Da lavoura à final de torneio do XFC, Daniel Virginio revela inspiração em irmão lutador | XFC Spotlight

 

Daniel Virginio

Da lavoura à final de torneio do XFC, Daniel Virginio revela inspiração em irmão lutador

Lutador potiguar disputa a medalha de ouro na final do torneio peso-galo do XFC diante de James Gray, em evento ainda sem data e local definidos

As adversidades superadas por Daniel Virginio dentro do hexágono do XFC não são novidades na vida do lutador. Auxiliando desde a infância na lavoura dos pais, na pequena Pureza, cidade potiguar a 65km da capital Natal, o atleta venceu a falta de oportunidade na mudança para a cidade grande e sérias lesões antes de estrear no MMA, há apenas um ano. Hoje, aos 29 anos, com três vitórias em três lutas profissionais, é finalista do GP dos galos (até 61,2kg) do XFC e enfrenta James Gray na busca pela medalha de ouro. Para chegar até o bom momento que vive, na vida pessoal e profissional, Daniel contou com a ajuda de Jorjão Rodrigues, seu irmão mais velho e também lutador de MMA.

Foi em Pureza que, aos 14 anos, Daniel Virginio teve o primeiro contato com as artes marciais. A modalidade escolhida foi o caratê, mas os treinos não foram a diante devido à falta de incentivo familiar. As dificuldades financeiras na cidade pequena fizeram o lutador tentar a sorte em Natal, logo após o nascimento de sua filha, quando havia acabado de completar 19 anos.

Na capital potiguar, Daniel trabalhava em uma gráfica quando começou a treinar MMA, em 2011, por conta própria e com ajuda de alguns amigos na garagem da casa onde morava. Até que um dos sete irmãos, o experiente lutador Jorjão Rodrigues, o acolheu na academia Kimura Nova União com a promessa de que se dedicasse 100% às artes marciais.

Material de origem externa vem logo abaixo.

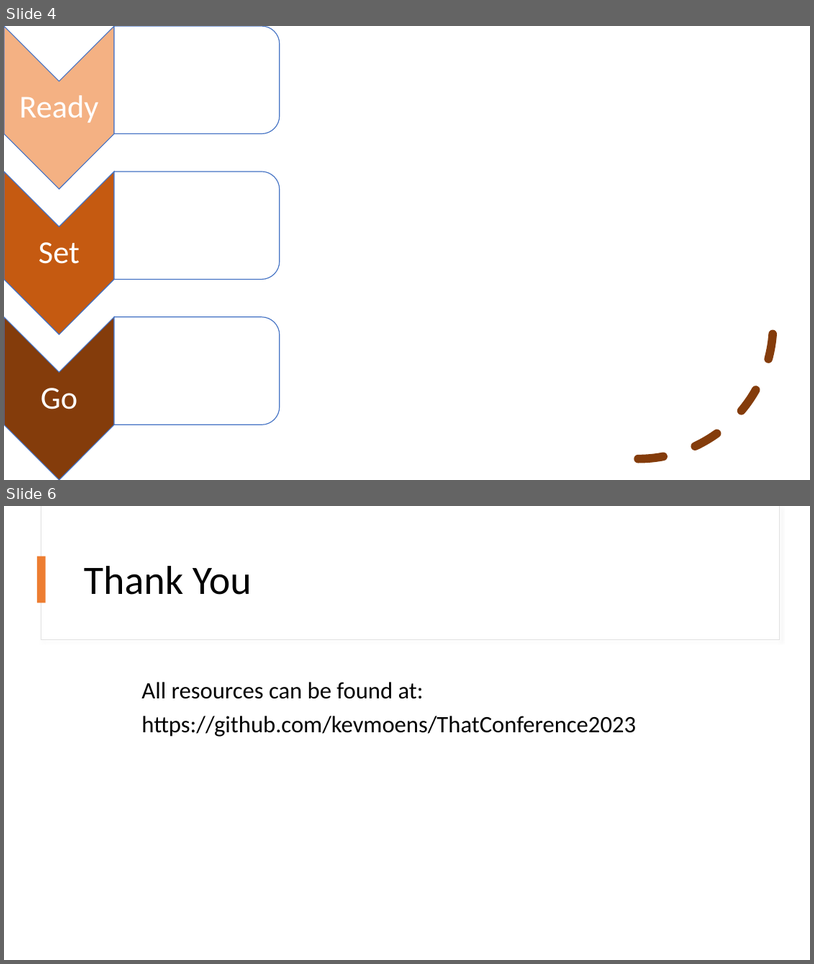
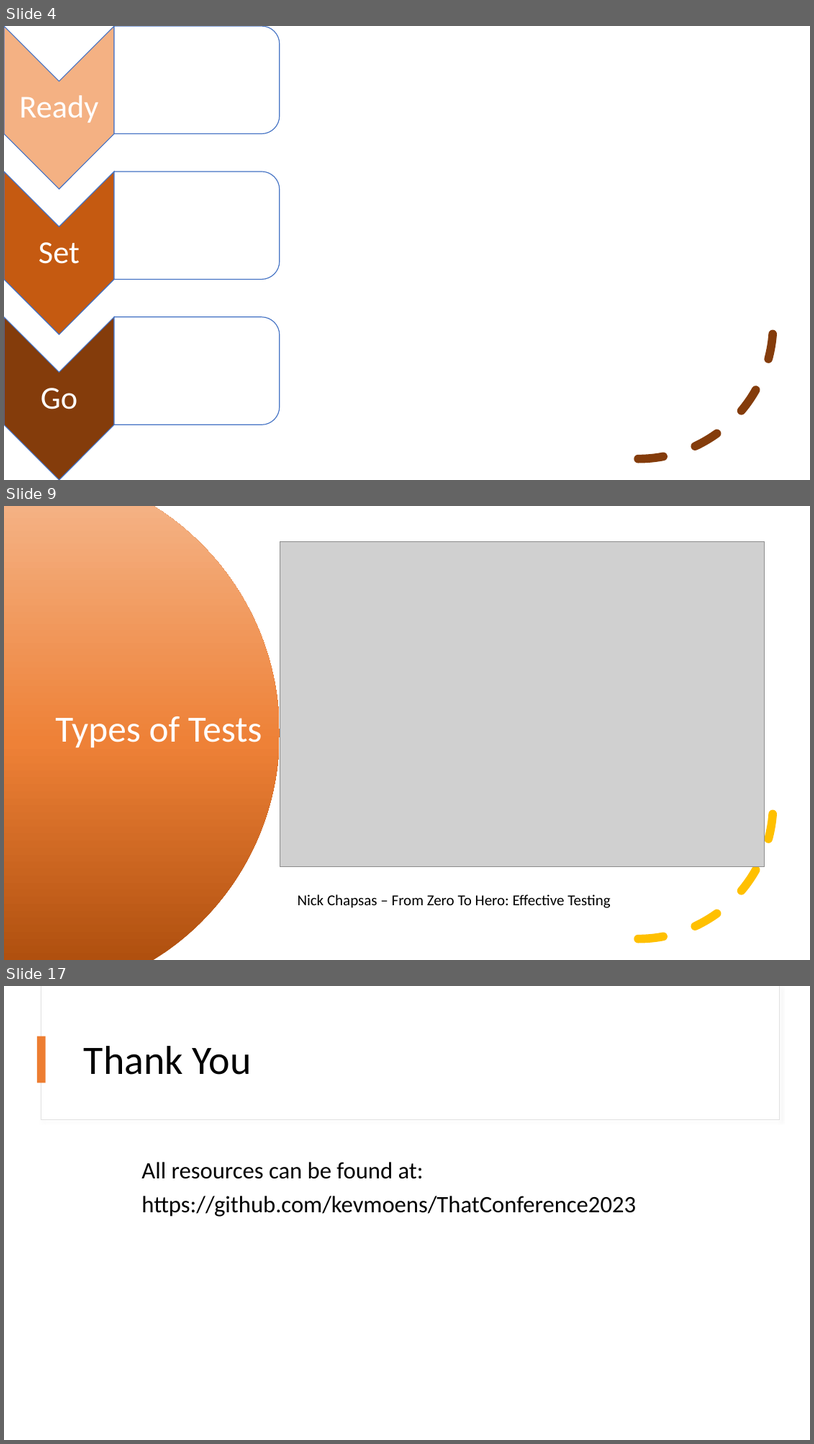
Before and after one commit to kevmoens/ThatConference2023, a slide deck: ThatConference2023.pptx. Shown one above the other, each under a label of ours: slides 4 and 6 before the commit, slides 4, 9 and 17 after it; the slides between them are not shown. The pictures are 814x964 and 814x1444 pixels, drawn with LibreOffice and Linux fonts; fonts in the diff are those of the drawing; grey boxes stand for pictures. Boxes give left, top, right and bottom in pixels: in the first picture for what was removed or moved away, otherwise in the second. Text is boxed around its words. In the diff, an @@ line names an element or a change of style, - is before the commit and + after.

```diff
--- a/ThatConference2023.pptx
+++ b/ThatConference2023.pptx
@@ slide 9 added at (4,506,810,960), background #FFFFFF @@
@@ freeform shape added at (4,506,280,960), fill gradient #B0500F to #EE8137 to #F4B183 @@
@@ picture added at (280,542,765,867) @@
@@ arc (boxed as its full ellipse) added at (504,669,774,939), outline #FFC000 10 pt dashed @@
@@ title added at (55,716,262,748), 44 pt, text #FFFFFF @@
+Types of Tests
@@ text added at (298,894,610,908), 18 pt, text #000000 @@
+Nick Chapsas – From Zero To Hero: Effective Testing
@@ what was slide 6 is now slide 17 @@
```
Also in this commit, not shown: 11 other slides added, 1 slide removed, 2 other files.

Mesmo assim, a caminhada ainda teve percalços, com duas sérias lesões sofridas no joelho e no tornozelo, que o impediram de fazer sua estreia profissional. Em março de 2014, Vírgínio finalmente estreou com vitória sobre Stenio Barbosa, por decisão unânime dos juízes.

“Eu passei muitas dificuldades até chegar aqui. Sei que não sou o único, mas trabalhava na roça, cortando toco para plantar e colhendo o que comia. Nunca imaginei ser lutador e muito menos chegar um grande evento como o XFC. Depois que comecei a treinar duro, tudo mudou. Hoje sou um atleta. Meus pais ainda moram no interior, não tem uma condição muito cômoda, e meu sonho é poder dar a eles o mínimo de conforto”, planeja o potiguar.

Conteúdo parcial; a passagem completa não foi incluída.